(Records contained in a dataset)
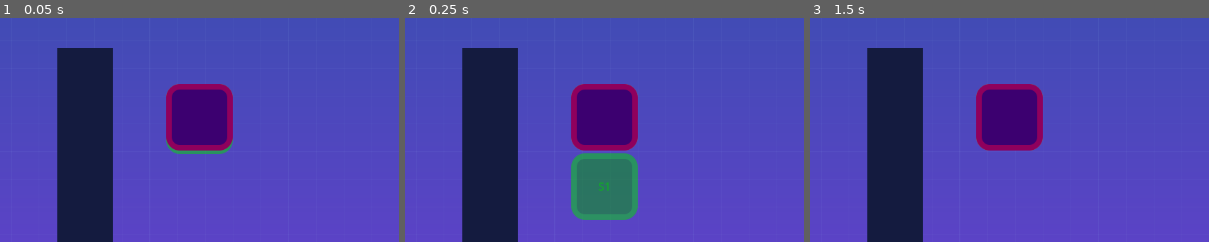
Above: before the commit, frames 1-3 (left to right).
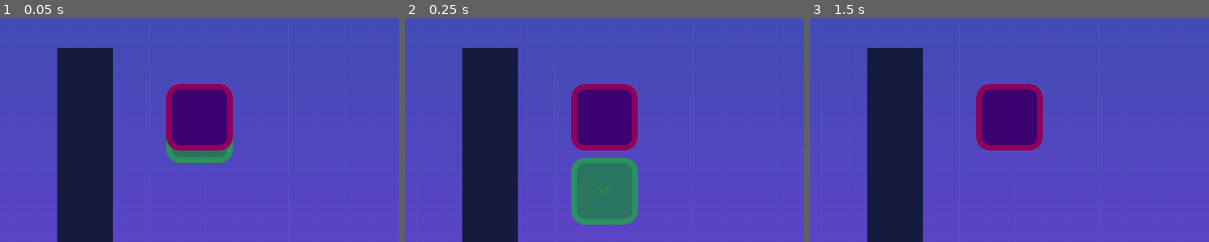
Above: after the commit, the same moments.

Repository: anatolbogun/godot-smoother-node-test-scene
Game: Godot game, scene res://src/Levels/level_template.tscn
Same seed, same stepped clock (60 frames per second), same inputs: the game is played once before the commit and once after it.
Inputs:
- Up to frame 1 (0.05 s): no input
- Up to frame 2 (0.25 s): no input
- Up to frame 3 (1.5 s): hold D (move_right) from 0.53 s (still down); tap A (jump) at 0.77 s; tap Enter at 1.25 s
The pictures show only the part of the screen within x 25-75%, y 50-100%; the shares and areas given below are measured in that part.

The runs differ from the first frame. In frame 1, 0.9% of the frame differs, in the area x 41-59%, y 55-65%; in frame 2, 1.3%, in the area x 41-59%, y 60-93%; in frame 3, nothing differs.
Error in both runs: Trying to assign an array of type "Array" to a variable of type "Array[Node]". (res://src/Levels/smoother.gd:79)

Commit message:
changed test code

Diff:
--- a/project.godot
+++ b/project.godot
@@ -58,3 +58,7 @@
 2d_physics/layer_2="enemies"
 2d_physics/layer_3="coins"
 2d_physics/layer_4="world"
+
+[physics]
+
+common/physics_ticks_per_second=13
--- a/src/Actors/actor.gd
+++ b/src/Actors/actor.gd
@@ -6,6 +6,9 @@
 @export var local_smoothed: = false # apply local smoothing to compare with smoother node results
 
 var previous_physics_position
+
+func _ready() -> void:
+	pass
 
 func _enter_tree() -> void:
 	previous_physics_position = position
--- a/src/Actors/enemy.gd
+++ b/src/Actors/enemy.gd
@@ -1,6 +1,7 @@
 extends "res://src/Actors/actor.gd"
 
 func _ready() -> void:
+	super()
 	velocity.x = -max_velocity.x
 
 func _on_stomp_detector_body_entered(body: Node2D) -> void:
--- a/src/Actors/player.gd
+++ b/src/Actors/player.gd
@@ -19,6 +19,7 @@
 @export var stomp_impulse: = 1000.0
 
 func _ready() -> void:
+	super()
 	$Label.text = name
 
 func _on_enemy_detector_area_entered(_area: Area2D) -> void:
--- a/src/Levels/level_template.tscn
+++ b/src/Levels/level_template.tscn
@@ -39,6 +39,7 @@
 script = ExtResource("1_jn24k")
 
 [node name="Smoother" type="Node" parent="."]
+process_mode = 4
 script = ExtResource("2_8i7dr")
 recursive = false
 includes = [NodePath("../NestedTest/S1")]
@@ -77,6 +78,10 @@
 position = Vector2(205, 148)
 safe_margin = 3.0
 
+[node name="SmootherCopy" type="Node" parent="NestedTest/S1"]
+script = ExtResource("2_8i7dr")
+recursive = false
+
 [node name="S2" parent="NestedTest" instance=ExtResource("2_m8x0h")]
 process_mode = 4
 modulate = Color(1, 0, 1, 0.501961)
--- a/src/Levels/smoother.gd
+++ b/src/Levels/smoother.gd
@@ -1,8 +1,12 @@
 extends Node
 
 # NOTE:
-# - For this to work this node must be at the bottom of the scene tree. Hence
-#   get_parent().move_child(self, -1)
+# - This node can only be applied to siblings or (if recursive is true) children or nested children
+#   of this node or its siblings.
+# - The most common scenario is to make it a direct child of the root node, e.g. in a level scene.
+#   By default it will then smooth all children and deep nested children in the same scene tree.
+# - For this to work this node must be at the top of the scene tree. Hence
+#   get_parent().move_child(self, 0)
 # - For easier understanding consider:
 #	_positions[child][0] is the origin position
 #	_positions[child][1] is the target position
@@ -15,14 +19,10 @@
 #	previous_physics_position = position
 
 # TO DO:
-# - running a smoothed and not smoothed player sprite simultaneously shows that the
-#   smoothed one is slightly slower (maybe need to take delta time into account)?
-# - check if collision detection really works reliably, this seems a bit sketchy
 # - consider if we need any extra properties such as recursive, includes and excludes (not even sure about the last 2)
 #   e.g. do we need a mode where we don't follow the parent children but only apply includes, i.e. includes only either as an enum mode or a simple bool
 # - may need something similar for rotations, etc. and export vars to include these properties;
 #   need to check what is potentially affected by _physics_process
-# - there's a bug where sometimes
 
 @export var recursive: = true
 @export var includes: Array[NodePath] = []

▶ [ACTIVITY]: Copy each line of the records that contains the word "check".

▶ [ANSWER BOX]:
-# - check if collision detection really works reliably, this seems a bit sketchy
 #   need to check what is potentially affected by _physics_process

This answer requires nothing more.